The kids find Santa the only way they know how: deliriously wandering through the snow until they pass out. Then, they meet the fairy that works with Santa, who looks a lot like the teacher who forgot them at the airport and never acknowledged that they were missing. Basically, as soon as they are safe, Élodie takes Santa’s puppy and goes to see a child eating ogre. It’s kind of like Adam and Eve by way of Adam and Eve vs. the Cannibals.

When the kids finally escape thanks to Santa and go to Christmas Mass, no one even realizes they were missing. Oh yeah — Santa was also in Africa trying to free Simon’s parents. Seriously. Also, this might be a French movie, but everything is shot with English words in the classrooms and in the songs.

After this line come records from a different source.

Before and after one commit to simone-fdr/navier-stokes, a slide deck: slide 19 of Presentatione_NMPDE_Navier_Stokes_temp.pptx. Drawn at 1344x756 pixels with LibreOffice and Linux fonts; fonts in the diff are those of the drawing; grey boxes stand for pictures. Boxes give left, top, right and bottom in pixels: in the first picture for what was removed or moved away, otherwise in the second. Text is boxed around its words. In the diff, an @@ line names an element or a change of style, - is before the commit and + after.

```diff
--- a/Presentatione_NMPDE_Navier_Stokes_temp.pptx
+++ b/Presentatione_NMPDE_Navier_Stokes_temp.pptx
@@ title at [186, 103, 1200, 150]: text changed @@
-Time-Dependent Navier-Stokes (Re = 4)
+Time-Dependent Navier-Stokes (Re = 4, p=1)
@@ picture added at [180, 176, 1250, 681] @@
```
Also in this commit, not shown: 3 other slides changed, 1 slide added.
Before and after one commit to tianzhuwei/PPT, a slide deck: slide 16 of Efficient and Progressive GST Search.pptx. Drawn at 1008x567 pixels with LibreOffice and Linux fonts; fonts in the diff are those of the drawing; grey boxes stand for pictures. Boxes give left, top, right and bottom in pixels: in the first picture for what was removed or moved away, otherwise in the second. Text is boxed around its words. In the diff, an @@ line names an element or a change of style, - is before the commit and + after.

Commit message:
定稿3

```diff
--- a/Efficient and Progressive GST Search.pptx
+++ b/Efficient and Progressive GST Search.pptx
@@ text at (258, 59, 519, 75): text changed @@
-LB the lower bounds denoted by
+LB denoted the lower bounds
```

This whole movie feels like a vehicle for Karen Cheryl, who plays both the schoolteacher and fairy. Her songs sound like a maniacal melange of 1980’s pop, kind of like “99 Luftballoons” played at Chipmunk speed. Ironically, the first edition of this film’s soundtrack was quickly taken out of stores because Cheryl didn’t ask for permission from her producer if she could appear in the film or sing on the soundtrack. Soon, the album was re-recorded with singer Tilda Rejwan.

This is probably the only Santa Claus movie I’ve ever seen where he’s almost eaten by an alligator. So I guess it has that going for it. It’s also the kind of mind-altering movie that people say, “I was watching this movie that I couldn’t deal with and didn’t finish, but it felt like the kind of thing you’d put on and make me watch.”

You can watch the Rifftrax version on Tubi.